Near-drowning victims at higher risk of kidney injury

Rambam Hospital physicians discover causes of kidney injury in near-drowning victims.

Arutz Sheva Staff,

Professor Mogher Khamaisi, and his fellow researchers
Professor Mogher Khamaisi, and his fellow researchers
Pioter Fliter

Rambam Hospital physicians discovered that acute kidney injury is a common complication of near-drownings, due to lack of oxygen and the fight-or-flight response.

Their research points to men being at highest risk.

According to the World Health Organization (WHO), drowning is the third leading cause of accidental death globally, with males especially susceptible.
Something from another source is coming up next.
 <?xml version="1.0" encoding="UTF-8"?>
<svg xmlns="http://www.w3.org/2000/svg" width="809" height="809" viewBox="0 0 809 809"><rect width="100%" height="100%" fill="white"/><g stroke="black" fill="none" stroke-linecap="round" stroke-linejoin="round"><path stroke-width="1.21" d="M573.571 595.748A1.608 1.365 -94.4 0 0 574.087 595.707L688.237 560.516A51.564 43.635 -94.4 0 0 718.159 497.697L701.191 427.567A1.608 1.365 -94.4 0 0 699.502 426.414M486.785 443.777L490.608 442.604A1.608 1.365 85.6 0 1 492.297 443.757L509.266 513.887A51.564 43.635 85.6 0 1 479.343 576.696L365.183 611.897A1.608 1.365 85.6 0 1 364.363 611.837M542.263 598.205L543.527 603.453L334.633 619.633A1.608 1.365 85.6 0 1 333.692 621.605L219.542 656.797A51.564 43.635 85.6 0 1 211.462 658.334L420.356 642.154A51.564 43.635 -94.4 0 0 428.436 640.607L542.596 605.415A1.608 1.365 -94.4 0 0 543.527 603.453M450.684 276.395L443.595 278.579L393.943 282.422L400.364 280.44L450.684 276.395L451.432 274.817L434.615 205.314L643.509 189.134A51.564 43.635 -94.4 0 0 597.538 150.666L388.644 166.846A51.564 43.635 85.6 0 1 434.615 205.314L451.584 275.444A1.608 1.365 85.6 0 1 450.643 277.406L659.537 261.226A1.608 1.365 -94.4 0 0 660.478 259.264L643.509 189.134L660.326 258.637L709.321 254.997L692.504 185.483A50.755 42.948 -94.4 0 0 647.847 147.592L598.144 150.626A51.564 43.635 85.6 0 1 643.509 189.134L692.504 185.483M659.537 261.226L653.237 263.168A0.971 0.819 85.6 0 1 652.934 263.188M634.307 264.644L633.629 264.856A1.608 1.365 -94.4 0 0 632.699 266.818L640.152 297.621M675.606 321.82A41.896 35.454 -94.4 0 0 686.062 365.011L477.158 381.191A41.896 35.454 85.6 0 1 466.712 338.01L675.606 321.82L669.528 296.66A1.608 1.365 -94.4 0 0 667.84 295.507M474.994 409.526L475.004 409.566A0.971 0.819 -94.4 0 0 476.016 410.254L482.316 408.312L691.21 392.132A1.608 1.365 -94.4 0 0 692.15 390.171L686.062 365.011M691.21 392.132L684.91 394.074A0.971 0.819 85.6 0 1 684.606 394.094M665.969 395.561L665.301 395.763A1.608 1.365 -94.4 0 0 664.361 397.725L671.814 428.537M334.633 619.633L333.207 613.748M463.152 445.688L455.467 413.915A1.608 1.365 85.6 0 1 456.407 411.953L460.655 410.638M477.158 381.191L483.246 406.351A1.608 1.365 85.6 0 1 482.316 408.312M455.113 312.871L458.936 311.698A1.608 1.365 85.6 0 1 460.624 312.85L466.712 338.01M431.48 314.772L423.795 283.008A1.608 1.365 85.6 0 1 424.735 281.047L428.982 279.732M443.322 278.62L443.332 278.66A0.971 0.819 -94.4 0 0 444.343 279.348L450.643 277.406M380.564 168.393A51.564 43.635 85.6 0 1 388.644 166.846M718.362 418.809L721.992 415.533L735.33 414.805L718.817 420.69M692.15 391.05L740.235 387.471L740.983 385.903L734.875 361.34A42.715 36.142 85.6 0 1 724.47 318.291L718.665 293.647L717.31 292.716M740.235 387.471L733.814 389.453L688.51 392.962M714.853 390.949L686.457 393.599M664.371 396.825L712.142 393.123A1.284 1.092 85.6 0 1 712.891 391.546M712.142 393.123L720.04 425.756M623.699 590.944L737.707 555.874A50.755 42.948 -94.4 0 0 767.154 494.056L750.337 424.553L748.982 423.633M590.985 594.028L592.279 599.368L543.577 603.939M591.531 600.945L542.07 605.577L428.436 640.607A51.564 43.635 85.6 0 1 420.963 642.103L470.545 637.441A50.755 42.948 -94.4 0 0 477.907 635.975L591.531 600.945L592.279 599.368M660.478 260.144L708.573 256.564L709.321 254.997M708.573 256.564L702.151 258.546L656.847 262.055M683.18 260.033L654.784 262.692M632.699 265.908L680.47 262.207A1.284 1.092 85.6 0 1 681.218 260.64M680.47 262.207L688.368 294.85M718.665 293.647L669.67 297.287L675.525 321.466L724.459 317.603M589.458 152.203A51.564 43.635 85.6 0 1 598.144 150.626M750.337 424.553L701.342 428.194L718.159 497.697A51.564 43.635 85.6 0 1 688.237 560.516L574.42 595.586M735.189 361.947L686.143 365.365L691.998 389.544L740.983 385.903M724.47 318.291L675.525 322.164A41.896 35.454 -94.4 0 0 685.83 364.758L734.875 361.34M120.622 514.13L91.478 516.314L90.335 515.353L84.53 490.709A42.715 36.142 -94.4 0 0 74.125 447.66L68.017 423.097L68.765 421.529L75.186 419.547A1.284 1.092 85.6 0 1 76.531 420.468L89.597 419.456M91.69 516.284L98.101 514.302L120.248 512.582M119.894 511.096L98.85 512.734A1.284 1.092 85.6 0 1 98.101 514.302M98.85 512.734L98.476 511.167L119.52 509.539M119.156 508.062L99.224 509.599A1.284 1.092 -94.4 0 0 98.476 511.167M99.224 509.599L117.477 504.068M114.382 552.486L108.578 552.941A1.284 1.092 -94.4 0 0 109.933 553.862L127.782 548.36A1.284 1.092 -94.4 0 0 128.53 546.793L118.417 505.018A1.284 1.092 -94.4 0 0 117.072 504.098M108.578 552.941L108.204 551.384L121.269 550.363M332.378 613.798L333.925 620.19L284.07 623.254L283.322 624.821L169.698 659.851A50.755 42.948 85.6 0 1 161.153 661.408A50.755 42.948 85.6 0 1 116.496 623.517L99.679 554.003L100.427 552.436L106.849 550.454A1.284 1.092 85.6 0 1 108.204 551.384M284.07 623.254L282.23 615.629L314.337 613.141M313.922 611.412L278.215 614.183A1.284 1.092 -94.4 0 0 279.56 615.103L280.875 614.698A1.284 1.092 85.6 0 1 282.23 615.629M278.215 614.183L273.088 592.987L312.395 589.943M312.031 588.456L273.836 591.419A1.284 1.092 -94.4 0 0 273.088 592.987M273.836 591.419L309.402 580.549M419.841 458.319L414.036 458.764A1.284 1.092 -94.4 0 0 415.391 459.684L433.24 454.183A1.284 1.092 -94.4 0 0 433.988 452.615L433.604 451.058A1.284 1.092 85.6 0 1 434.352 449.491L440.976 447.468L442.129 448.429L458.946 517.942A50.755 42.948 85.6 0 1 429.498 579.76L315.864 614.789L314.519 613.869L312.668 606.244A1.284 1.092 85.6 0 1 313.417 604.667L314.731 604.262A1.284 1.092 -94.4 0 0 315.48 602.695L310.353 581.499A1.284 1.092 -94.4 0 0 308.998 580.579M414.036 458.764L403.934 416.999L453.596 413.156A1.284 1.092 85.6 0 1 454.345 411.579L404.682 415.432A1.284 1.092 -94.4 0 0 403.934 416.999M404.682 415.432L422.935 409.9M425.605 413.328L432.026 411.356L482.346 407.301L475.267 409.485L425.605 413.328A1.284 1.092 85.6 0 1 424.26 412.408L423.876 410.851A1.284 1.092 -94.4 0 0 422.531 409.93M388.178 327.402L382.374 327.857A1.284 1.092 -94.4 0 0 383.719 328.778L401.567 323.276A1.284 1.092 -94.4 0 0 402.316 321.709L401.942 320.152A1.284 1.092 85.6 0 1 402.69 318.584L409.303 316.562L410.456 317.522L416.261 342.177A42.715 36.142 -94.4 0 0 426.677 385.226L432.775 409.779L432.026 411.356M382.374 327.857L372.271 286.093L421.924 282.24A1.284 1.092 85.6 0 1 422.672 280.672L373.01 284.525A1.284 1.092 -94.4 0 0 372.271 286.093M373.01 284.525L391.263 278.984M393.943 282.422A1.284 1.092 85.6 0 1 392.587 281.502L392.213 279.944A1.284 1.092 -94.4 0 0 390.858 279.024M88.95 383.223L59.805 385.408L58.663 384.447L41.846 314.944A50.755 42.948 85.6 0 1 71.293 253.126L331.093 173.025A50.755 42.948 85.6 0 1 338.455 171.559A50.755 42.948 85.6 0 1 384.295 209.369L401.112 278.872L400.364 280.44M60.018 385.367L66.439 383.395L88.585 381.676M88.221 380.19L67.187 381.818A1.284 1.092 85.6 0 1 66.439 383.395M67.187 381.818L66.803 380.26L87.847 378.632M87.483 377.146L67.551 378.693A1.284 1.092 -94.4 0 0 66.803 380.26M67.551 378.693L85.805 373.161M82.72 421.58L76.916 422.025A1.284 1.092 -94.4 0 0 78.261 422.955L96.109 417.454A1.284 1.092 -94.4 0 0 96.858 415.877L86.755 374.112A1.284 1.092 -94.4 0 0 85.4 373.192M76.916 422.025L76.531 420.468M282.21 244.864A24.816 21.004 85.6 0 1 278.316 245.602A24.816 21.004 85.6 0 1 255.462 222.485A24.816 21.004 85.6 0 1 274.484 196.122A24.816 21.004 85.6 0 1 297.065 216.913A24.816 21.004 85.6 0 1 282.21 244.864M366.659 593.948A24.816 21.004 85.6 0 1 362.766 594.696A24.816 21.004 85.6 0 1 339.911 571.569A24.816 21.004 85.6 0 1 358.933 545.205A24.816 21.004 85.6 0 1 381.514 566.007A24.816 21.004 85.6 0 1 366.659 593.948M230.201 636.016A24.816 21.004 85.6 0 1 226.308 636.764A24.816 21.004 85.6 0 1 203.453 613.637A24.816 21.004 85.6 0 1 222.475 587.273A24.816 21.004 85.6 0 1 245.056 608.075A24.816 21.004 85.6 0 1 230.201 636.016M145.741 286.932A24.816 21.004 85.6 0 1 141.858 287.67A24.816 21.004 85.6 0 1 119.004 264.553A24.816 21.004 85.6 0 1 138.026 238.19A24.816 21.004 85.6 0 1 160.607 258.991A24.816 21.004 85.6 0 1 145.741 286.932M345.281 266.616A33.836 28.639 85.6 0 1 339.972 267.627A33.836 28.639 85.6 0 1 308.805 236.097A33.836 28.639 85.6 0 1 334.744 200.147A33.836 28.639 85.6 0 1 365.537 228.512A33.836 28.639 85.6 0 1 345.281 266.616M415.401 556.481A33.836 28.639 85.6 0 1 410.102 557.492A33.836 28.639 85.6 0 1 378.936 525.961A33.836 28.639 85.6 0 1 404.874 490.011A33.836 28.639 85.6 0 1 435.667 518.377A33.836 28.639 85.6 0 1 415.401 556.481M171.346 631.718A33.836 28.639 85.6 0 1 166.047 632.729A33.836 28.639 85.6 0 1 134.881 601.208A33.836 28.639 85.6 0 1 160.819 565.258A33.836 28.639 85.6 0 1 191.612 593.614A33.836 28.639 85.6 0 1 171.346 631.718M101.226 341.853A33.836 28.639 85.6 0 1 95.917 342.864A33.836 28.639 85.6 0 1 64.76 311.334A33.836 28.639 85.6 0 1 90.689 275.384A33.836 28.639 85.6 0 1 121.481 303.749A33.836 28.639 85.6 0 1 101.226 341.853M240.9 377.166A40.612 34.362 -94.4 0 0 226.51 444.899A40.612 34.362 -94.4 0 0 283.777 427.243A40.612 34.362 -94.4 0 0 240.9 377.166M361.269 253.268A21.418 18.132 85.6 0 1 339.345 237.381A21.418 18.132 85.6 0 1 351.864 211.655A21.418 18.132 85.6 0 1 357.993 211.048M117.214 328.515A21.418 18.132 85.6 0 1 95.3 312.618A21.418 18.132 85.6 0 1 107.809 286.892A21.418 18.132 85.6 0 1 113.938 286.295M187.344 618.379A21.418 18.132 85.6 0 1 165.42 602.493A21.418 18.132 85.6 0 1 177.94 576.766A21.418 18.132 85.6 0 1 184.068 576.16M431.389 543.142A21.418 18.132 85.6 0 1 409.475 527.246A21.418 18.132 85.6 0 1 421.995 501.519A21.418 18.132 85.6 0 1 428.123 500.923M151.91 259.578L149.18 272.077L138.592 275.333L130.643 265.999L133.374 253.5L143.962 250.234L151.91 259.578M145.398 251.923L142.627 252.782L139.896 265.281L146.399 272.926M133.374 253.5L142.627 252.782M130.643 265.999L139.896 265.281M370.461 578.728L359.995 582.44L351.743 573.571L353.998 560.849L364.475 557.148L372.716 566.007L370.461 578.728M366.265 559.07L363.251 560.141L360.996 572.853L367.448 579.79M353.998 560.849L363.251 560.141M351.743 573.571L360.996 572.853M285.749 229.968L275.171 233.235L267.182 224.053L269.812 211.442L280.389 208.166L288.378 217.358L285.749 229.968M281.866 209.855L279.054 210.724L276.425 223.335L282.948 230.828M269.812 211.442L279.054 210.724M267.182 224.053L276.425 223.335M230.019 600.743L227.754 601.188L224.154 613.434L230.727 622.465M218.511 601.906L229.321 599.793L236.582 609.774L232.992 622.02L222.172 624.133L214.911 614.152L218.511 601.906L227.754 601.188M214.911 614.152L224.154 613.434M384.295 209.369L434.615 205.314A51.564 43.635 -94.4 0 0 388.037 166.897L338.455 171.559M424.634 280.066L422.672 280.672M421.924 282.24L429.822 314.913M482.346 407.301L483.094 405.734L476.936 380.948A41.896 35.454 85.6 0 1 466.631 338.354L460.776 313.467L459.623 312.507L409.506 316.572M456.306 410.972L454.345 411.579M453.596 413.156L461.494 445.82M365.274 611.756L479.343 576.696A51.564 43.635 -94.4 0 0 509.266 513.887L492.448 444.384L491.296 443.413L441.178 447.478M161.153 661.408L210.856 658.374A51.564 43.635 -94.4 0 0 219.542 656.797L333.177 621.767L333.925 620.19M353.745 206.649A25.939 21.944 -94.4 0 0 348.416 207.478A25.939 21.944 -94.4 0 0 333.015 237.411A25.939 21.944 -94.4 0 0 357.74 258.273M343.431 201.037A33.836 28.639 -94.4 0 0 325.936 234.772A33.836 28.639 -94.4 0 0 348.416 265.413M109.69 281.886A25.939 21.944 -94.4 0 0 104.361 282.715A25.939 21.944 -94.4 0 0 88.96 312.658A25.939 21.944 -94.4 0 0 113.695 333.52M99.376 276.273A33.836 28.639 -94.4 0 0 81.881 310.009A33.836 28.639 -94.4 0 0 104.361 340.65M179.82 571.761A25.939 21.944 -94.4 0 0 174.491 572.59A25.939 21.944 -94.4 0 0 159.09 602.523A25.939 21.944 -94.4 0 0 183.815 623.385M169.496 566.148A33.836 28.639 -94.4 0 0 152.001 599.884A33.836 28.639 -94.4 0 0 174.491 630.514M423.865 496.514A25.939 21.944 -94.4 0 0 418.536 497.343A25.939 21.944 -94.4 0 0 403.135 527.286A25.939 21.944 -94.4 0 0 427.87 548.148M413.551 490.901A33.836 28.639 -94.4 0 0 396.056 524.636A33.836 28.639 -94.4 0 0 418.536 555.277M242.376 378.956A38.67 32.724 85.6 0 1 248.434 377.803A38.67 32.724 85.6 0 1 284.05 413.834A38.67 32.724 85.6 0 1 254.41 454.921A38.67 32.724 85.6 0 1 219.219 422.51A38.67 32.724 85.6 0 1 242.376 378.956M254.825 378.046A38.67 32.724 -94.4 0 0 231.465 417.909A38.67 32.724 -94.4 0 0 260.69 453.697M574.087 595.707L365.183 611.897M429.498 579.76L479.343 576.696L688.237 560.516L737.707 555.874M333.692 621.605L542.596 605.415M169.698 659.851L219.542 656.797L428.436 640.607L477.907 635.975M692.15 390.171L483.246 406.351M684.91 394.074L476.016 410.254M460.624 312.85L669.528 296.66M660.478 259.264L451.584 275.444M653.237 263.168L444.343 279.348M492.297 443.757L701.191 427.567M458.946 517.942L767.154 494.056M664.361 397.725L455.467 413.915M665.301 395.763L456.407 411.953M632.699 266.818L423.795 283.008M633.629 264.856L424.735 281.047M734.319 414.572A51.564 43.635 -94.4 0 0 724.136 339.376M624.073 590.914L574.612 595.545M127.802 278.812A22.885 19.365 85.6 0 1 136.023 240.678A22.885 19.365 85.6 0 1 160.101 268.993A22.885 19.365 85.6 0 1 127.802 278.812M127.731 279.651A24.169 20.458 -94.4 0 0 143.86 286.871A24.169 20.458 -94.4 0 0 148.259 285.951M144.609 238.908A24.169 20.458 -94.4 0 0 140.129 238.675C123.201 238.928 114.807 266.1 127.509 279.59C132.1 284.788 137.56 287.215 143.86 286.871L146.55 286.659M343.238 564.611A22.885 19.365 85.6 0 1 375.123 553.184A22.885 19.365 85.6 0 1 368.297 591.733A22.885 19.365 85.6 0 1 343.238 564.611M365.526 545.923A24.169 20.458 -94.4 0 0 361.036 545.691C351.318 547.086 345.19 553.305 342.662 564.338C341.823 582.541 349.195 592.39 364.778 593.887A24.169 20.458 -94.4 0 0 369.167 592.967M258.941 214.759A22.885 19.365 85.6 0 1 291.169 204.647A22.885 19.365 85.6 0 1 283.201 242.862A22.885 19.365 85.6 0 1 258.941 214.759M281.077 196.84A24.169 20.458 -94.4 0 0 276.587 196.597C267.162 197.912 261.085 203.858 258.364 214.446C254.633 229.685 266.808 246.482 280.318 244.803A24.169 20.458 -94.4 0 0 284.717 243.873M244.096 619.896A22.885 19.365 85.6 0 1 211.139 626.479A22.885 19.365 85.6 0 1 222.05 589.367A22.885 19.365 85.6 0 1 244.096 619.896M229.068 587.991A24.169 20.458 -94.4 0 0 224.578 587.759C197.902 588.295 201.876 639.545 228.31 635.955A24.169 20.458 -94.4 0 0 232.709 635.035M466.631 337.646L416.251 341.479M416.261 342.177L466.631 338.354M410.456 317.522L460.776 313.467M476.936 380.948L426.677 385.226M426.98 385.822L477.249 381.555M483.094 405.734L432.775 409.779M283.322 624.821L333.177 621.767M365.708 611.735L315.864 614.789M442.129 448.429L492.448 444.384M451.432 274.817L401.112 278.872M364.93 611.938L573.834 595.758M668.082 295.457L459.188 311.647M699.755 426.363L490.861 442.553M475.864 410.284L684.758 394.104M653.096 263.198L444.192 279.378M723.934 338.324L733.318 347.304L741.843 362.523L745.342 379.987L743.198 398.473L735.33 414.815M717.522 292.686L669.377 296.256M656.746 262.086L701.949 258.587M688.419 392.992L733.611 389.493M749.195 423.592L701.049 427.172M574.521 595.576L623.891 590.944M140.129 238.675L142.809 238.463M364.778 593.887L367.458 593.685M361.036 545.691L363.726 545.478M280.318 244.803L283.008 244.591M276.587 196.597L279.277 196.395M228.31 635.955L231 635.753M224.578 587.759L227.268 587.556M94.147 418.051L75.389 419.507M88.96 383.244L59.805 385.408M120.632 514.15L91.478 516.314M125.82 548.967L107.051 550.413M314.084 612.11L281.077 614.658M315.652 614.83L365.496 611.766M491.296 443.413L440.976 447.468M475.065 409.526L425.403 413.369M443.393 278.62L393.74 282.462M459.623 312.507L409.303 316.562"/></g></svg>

Drownings along Israel's Mediterranean beaches occur frequently, with approximately 60 people drowning annually - more than in other Mediterranean countries. This summer's recent surge of fatal drownings brings home this dire statistic.

Physicians from Rambam Health Care Campus observed that a relatively high number of nearly-drowned patients developed a sudden reduction in kidney function within days of hospital admission, with potentially fatal consequences.

The kidneys are critical for health, removing wastes from the body while maintaining a healthy balance of water, salts, and minerals in the blood.

In 2016, a 31-year-old man who had been submerged in seawater for four minutes arrived at Rambam with water in his lungs, respiratory distress, an elevated heart rate, low blood oxygen concentration, and low phosphate levels. He subsequently developed acute kidney injury (AKI). This case study led researchers to investigate the frequency of AKI in near-drowning victims, its clinical characteristics, warning signs, and causes.

The research was led by Professor Mogher Khamaisi, a senior physician in the Department of Internal Medicine (D) and a member of Rambam's Clinical Research Institute. Rambam physicians Drs. Yuri Gorelik and Said Darawshi, also from the Department of Internal Medicine (D), and Hiba Yaseen from the Institute of Diabetes and Metabolism, worked with Prof. Khamaisi on the study, together with Samuel Heymanat, who serves as Head of the Department of Medicine at Hadassah Hebrew University in Jerusalem.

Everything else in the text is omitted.